▶ _Task statement_: Whenever the string "location" turns up in a line below, that line should be copied.

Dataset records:
##########

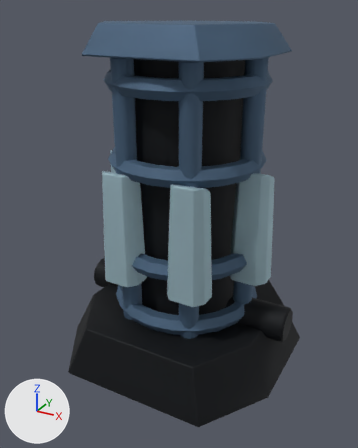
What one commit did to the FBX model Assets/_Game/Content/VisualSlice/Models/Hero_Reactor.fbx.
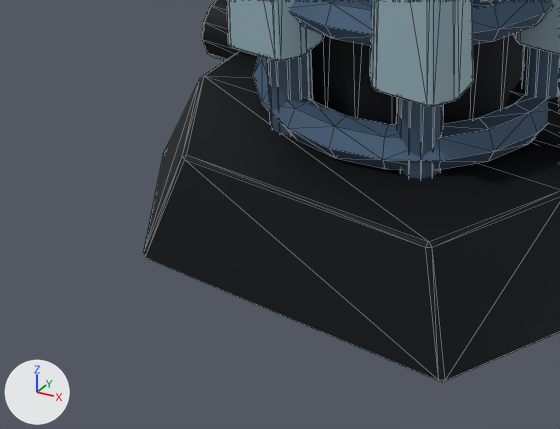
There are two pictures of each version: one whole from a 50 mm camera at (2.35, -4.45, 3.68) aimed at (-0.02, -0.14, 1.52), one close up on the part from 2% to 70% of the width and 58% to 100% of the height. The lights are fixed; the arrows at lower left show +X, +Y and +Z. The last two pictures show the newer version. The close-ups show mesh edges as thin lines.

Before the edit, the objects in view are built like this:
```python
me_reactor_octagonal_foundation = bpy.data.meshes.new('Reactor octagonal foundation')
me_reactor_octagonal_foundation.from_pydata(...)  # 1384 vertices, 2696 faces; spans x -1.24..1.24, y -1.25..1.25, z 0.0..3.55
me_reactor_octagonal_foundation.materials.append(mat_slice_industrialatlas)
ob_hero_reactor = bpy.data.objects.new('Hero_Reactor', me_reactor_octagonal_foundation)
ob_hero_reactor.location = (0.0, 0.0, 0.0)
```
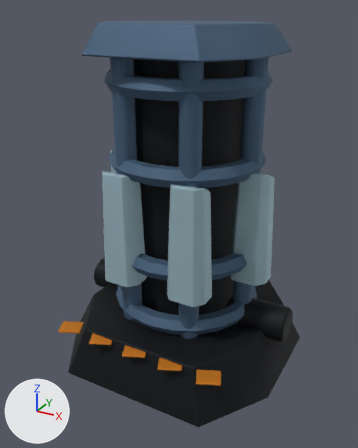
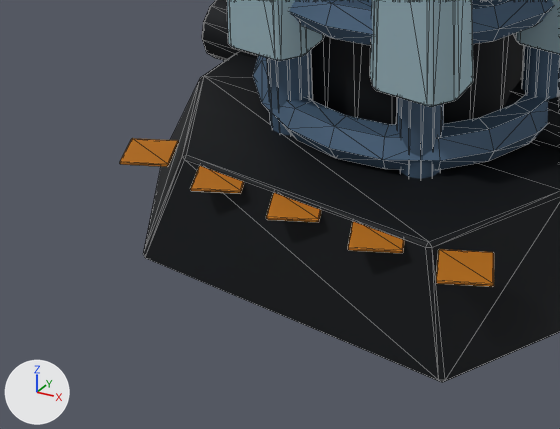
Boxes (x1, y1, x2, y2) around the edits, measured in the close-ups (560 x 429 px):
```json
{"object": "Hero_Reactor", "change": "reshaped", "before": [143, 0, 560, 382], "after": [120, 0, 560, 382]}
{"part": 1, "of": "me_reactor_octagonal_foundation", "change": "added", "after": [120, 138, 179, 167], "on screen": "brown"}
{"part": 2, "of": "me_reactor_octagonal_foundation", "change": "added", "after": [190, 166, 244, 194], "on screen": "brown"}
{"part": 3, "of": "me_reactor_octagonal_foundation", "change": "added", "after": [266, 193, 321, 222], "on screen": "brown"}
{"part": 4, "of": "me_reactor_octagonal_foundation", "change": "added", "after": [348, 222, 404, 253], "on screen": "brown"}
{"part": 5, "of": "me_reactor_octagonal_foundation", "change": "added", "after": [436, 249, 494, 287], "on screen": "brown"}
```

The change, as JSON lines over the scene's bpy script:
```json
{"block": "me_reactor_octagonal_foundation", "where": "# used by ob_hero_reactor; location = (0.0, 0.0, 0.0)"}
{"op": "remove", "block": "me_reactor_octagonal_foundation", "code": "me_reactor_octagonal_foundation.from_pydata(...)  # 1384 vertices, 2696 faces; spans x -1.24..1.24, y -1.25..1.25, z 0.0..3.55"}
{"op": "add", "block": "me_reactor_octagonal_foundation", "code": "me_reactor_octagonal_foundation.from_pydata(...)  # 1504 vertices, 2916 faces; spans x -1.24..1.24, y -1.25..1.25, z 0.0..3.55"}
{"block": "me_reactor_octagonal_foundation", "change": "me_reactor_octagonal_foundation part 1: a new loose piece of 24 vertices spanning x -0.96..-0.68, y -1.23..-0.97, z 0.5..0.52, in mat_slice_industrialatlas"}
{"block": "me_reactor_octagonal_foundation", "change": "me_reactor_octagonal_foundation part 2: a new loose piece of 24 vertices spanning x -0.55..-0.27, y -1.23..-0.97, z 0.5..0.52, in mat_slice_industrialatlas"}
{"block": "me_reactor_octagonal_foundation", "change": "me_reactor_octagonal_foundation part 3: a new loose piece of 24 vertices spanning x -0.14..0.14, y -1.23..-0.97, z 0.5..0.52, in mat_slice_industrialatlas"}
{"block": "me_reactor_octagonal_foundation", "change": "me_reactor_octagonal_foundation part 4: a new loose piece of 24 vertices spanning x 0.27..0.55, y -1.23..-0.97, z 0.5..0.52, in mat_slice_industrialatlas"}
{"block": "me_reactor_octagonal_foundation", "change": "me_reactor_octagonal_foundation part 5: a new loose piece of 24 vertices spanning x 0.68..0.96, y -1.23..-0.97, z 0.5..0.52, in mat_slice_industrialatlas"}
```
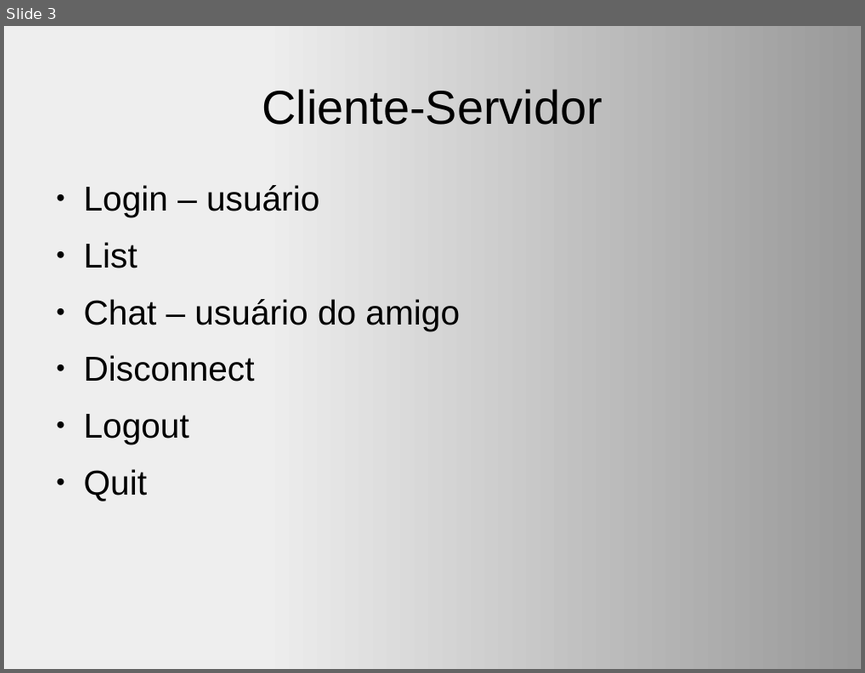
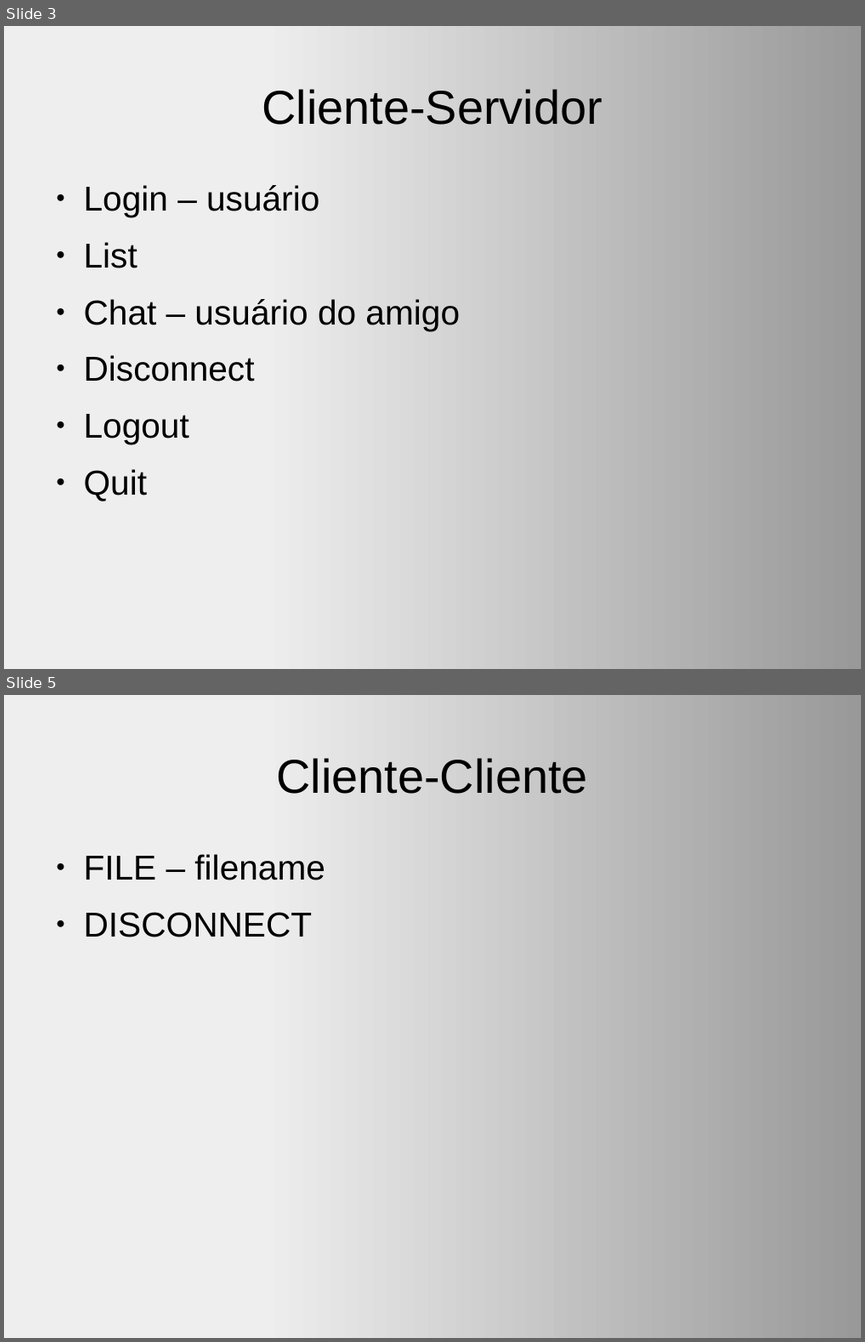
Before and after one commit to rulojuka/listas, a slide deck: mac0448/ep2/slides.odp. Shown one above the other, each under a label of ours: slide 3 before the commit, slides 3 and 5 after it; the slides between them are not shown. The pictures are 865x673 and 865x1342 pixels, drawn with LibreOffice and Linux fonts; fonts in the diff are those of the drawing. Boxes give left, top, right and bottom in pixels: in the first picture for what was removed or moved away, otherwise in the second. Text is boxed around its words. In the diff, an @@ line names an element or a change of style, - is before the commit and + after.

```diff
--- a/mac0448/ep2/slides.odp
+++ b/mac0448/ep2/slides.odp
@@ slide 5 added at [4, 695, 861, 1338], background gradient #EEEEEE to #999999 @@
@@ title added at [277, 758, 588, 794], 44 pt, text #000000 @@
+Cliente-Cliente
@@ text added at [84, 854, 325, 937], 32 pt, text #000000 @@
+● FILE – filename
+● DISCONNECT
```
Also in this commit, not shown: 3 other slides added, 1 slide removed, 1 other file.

##########

▶ _Result of the exercise_:
ob_hero_reactor.location = (0.0, 0.0, 0.0)
{"block": "me_reactor_octagonal_foundation", "where": "# used by ob_hero_reactor; location = (0.0, 0.0, 0.0)"}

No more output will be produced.